In 1751, Battie was appointed as the first chief physician of the newly-established St Luke's Hospital for Lunatics, built in response to overwhelming demand and concern about perceived abuse at the nearby Bethlem Royal Hospital. Battie was also the proprietor of a large private asylum, through which he acquired a substantial fortune.

He died following a stroke in 1776 and was buried alongside his wife in Kingston, Surrey.

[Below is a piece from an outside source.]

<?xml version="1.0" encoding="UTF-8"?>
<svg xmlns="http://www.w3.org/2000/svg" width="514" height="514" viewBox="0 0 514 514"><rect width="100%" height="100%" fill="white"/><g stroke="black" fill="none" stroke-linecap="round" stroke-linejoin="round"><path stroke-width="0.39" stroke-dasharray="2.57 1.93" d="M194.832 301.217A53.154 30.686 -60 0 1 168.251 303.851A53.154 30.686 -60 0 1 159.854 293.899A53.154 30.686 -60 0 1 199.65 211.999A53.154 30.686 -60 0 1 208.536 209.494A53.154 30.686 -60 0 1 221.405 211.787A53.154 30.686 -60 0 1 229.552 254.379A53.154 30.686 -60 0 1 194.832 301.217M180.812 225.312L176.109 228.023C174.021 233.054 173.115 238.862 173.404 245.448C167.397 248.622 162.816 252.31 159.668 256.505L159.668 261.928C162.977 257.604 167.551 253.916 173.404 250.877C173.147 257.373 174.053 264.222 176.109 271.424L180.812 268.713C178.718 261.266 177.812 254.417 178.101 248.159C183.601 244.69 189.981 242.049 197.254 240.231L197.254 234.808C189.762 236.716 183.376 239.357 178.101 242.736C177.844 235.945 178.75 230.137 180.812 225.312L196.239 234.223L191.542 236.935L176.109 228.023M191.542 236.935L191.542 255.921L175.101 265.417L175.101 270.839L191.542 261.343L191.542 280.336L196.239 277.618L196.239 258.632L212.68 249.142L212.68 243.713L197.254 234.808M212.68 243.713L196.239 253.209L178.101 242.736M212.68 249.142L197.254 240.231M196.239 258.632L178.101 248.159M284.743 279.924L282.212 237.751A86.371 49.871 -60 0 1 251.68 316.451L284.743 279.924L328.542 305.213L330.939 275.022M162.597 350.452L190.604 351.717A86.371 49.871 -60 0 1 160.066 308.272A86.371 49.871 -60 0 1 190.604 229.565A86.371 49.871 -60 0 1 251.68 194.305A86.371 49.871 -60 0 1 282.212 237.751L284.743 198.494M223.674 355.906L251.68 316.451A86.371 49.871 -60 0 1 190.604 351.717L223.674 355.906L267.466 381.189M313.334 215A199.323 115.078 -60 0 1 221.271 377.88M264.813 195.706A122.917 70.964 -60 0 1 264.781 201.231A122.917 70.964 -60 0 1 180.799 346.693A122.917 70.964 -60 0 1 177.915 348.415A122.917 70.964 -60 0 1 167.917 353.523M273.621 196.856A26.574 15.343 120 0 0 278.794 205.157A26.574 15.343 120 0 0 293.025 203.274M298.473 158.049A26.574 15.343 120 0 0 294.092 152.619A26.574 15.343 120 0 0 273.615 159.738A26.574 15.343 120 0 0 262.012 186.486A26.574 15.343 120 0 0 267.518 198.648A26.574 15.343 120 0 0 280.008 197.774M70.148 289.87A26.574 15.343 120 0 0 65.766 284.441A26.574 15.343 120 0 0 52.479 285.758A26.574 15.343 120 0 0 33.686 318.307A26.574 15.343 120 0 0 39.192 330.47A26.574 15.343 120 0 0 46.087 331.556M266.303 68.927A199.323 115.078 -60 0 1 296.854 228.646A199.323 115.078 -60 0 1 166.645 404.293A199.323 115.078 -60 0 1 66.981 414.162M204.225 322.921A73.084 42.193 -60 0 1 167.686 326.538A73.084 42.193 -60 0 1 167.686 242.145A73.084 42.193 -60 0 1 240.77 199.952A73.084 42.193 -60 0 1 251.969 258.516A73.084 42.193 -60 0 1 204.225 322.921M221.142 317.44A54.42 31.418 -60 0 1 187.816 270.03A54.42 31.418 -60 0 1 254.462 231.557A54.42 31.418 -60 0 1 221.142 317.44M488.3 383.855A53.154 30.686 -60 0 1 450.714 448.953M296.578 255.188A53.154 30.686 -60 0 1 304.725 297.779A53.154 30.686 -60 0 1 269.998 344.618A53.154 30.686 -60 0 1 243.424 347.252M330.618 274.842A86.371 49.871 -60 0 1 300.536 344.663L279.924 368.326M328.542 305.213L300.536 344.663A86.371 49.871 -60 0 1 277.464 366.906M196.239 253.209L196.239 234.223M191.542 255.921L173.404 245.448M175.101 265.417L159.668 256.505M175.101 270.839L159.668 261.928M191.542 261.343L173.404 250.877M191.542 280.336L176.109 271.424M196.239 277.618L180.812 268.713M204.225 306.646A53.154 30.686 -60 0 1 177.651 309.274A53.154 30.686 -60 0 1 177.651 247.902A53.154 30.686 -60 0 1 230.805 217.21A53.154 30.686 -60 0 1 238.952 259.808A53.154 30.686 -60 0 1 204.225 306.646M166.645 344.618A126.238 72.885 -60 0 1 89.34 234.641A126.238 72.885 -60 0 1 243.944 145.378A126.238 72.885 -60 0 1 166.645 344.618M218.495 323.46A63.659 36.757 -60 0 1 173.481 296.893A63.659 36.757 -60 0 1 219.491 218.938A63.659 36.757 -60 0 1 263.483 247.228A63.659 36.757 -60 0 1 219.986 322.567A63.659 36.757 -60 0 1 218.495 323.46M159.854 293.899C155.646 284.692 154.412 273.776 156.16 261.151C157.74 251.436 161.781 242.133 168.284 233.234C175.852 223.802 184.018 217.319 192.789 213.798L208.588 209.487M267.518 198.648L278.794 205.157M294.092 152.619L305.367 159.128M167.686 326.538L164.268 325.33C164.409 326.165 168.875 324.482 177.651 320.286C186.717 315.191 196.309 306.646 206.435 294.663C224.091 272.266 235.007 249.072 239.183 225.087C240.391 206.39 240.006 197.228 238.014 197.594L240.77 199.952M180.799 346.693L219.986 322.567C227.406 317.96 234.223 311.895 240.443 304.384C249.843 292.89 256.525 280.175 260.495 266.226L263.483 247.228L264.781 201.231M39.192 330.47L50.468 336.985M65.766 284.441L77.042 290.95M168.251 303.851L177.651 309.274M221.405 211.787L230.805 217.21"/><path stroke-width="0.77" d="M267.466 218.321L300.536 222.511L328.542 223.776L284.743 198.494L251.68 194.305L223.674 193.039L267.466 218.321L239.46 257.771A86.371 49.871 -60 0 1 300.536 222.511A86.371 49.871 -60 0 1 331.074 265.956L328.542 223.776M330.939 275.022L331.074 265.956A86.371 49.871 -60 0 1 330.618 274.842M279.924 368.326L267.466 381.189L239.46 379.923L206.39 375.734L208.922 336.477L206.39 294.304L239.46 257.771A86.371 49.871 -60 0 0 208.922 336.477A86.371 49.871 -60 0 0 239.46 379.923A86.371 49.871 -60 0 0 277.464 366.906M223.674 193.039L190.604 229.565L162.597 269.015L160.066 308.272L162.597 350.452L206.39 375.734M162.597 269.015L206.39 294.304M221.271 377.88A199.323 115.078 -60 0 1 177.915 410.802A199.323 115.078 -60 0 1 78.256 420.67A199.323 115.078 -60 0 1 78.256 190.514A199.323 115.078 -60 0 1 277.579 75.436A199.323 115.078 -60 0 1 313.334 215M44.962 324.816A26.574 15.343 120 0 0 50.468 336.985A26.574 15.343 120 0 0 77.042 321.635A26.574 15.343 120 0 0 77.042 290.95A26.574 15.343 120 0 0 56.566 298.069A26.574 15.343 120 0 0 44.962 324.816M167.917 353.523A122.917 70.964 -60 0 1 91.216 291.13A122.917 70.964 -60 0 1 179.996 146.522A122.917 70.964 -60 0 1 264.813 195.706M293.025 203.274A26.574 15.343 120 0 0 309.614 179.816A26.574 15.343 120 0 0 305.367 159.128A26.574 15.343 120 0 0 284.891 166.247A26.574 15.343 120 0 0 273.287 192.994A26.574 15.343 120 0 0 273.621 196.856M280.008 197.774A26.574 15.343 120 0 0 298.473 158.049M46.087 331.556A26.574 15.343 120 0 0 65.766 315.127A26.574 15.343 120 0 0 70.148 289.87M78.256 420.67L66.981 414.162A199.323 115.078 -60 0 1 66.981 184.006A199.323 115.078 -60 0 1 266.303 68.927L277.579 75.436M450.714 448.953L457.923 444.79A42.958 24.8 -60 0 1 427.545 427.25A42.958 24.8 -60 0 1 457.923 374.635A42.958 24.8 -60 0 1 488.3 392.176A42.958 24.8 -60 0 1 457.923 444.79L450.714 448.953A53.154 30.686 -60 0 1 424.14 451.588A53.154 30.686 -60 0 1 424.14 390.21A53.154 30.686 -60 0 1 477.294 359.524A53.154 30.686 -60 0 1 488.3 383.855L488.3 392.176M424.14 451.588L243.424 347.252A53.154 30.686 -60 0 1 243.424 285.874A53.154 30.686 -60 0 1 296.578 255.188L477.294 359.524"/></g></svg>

His total estate was estimated at £100,000.

==Psychiatric work==
In A Treatise on Madness, Battie drew a distinction between "original madness" and "consequential madness", suggesting that the former is usually innate and incurable whereas the latter can be treated through complete isolation, a strict regimen managed by a physician and selective use of emetic drugs or other forms of purging. These two categories could be considered a precursor to modern distinctions of "organic" and "functional" illness. Though he mostly defined the causes of madness in biological terms, Battie recognised that lifestyle and diet could impact a person's mental state. At the time, incarceration of the mentally ill - or socially inconvenient - was becoming more common: Battie did not challenge this practice, but instead suggested that the isolation of a patient from their friends, family and servants could itself act as a form of treatment.

Shortly after Battie's treatise was written, Rival physician John Monro of Bethlem Hospital published a response, critiquing it for being overly complex, vague and lacking in evidence. On the topic of "original madness" for example, he wrote:"Of what use it may hereafter prove to have thus divided madness into original and consequential is not my business to enquire at present. The first of these is entirely the doctor's invention, it never having been mentioned by any writer, or observed by any physician. What is the cause of original madness? It is unknown. What are the symptoms? There are none. The method of cure? It admits of no cure, unless nature has a mind to recompense a little its ill-conditioned fate by a perfect recovery without our assistance and beyond our expectation."Both the St Luke's Hospital for Lunatics and Bethlem Royal Hospital practised involuntary confinement and use of restraints, but only the latter was open to public visitors. These public hospitals competed with a growing number of private institutions, including Battie's own properties.